On Proportionality

There is a tendency, in moments of crisis, to reduce the law of armed conflict to slogans—invoked, cited, and just as quickly dismissed. Yet the principle of proportionality, codified in Additional Protocol I to the Geneva Conventions, is neither rhetorical ornament nor bureaucratic formality. It is a binding constraint. It requires that anticipated civilian harm not be excessive in relation to the concrete and direct military advantage gained. That standard is not abstract. It is the line that separates lawful military action from collective punishment—and it is the line now under strain in the recent strikes on Iran.

At issue is the nature of the targets themselves. Steel production complexes and pharmaceutical research facilities are, by any conventional reading, dual-use assets: they sustain civilian economies while retaining potential military application. That classification, however, does not grant a blank check.

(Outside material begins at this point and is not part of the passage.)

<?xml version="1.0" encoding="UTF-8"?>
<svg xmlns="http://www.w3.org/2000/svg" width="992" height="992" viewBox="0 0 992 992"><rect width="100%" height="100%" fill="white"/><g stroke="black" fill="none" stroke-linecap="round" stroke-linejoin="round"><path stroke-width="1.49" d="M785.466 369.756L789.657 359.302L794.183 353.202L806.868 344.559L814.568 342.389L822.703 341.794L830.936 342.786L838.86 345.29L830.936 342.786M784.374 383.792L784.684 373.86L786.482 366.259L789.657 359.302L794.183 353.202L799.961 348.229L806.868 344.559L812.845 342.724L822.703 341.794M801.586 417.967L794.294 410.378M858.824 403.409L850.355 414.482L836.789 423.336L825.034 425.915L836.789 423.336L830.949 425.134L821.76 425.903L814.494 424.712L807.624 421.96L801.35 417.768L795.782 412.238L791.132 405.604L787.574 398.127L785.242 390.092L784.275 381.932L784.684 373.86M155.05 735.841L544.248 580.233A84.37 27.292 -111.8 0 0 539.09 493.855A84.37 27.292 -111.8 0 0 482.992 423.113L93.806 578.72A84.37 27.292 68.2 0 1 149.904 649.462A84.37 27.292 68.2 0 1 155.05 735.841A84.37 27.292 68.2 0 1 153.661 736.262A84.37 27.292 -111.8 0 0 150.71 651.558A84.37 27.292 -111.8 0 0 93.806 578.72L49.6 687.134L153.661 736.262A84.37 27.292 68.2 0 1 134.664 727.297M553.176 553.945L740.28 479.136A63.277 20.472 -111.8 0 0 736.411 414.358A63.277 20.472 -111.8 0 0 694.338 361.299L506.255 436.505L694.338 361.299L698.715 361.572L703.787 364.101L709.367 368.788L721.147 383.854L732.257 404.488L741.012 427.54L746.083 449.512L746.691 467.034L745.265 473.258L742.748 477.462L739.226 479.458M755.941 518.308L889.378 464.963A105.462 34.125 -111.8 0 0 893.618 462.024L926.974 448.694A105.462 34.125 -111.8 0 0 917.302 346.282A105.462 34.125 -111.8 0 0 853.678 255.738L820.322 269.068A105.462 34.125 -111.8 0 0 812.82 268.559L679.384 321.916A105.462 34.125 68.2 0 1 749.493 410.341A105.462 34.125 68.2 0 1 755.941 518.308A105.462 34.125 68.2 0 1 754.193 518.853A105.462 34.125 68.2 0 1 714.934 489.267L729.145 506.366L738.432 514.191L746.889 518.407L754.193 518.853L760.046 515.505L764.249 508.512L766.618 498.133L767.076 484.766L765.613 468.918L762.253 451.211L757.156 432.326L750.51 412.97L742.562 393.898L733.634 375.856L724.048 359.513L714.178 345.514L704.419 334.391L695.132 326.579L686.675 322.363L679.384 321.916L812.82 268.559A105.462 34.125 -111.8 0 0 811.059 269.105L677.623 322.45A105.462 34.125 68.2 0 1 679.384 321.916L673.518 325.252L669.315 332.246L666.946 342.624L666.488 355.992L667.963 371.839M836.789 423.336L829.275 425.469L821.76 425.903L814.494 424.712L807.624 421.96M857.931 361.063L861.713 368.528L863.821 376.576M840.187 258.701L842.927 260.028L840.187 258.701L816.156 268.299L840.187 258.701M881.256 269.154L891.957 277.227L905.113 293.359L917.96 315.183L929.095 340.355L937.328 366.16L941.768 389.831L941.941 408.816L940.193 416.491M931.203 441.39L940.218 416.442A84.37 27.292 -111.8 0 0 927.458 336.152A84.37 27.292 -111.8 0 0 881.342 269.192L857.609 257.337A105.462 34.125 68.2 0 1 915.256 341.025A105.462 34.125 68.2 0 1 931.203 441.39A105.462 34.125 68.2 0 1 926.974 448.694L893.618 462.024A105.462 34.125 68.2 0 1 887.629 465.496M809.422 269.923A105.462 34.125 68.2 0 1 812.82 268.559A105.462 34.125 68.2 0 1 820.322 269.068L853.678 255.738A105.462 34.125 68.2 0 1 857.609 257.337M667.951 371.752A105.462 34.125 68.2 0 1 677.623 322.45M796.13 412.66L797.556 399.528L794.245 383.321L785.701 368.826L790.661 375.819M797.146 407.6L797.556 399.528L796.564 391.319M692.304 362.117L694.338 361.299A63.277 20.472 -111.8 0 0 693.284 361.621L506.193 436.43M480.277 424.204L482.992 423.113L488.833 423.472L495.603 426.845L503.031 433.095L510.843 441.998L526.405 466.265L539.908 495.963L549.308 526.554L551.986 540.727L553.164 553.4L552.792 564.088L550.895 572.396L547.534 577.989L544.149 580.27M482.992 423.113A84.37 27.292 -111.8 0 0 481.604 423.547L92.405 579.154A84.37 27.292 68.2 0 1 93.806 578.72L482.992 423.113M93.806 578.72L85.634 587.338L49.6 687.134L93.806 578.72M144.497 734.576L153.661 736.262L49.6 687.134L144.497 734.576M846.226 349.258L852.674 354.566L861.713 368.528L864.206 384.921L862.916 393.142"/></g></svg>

When strikes level factories employing thousands of ordinary Iranians, disrupt power grids that keep hospitals operational, and constrict energy flows that underpin national recovery, the civilian consequences become difficult to relegate to the language of “collateral damage.” Independent reporting already points to rolling blackouts, fractured medical supply chains, and deepening economic contraction in a country whose fiscal outlook was precarious even before the first missile struck.

Within U.S. and Israeli defense circles, a different argument prevails. Proportionality, they contend, is satisfied precisely because these targets contribute to Iran’s war-making capacity. The destruction of major steel facilities does more than impede industrial output; it constrains the logistical backbone of the Islamic Revolutionary Guard Corps. Intelligence leaks further suggest that at least one pharmaceutical site was linked to the production of chemical precursors, placing it—if substantiated—within the category of legitimate military objectives. Energy infrastructure, meanwhile, is framed as a lawful target in a conflict where Iran has itself leveraged oil chokepoints as instruments of coercion. On this view, the strikes are not punitive but preventative: an exercise in self-defense against both kinetic and economic threats.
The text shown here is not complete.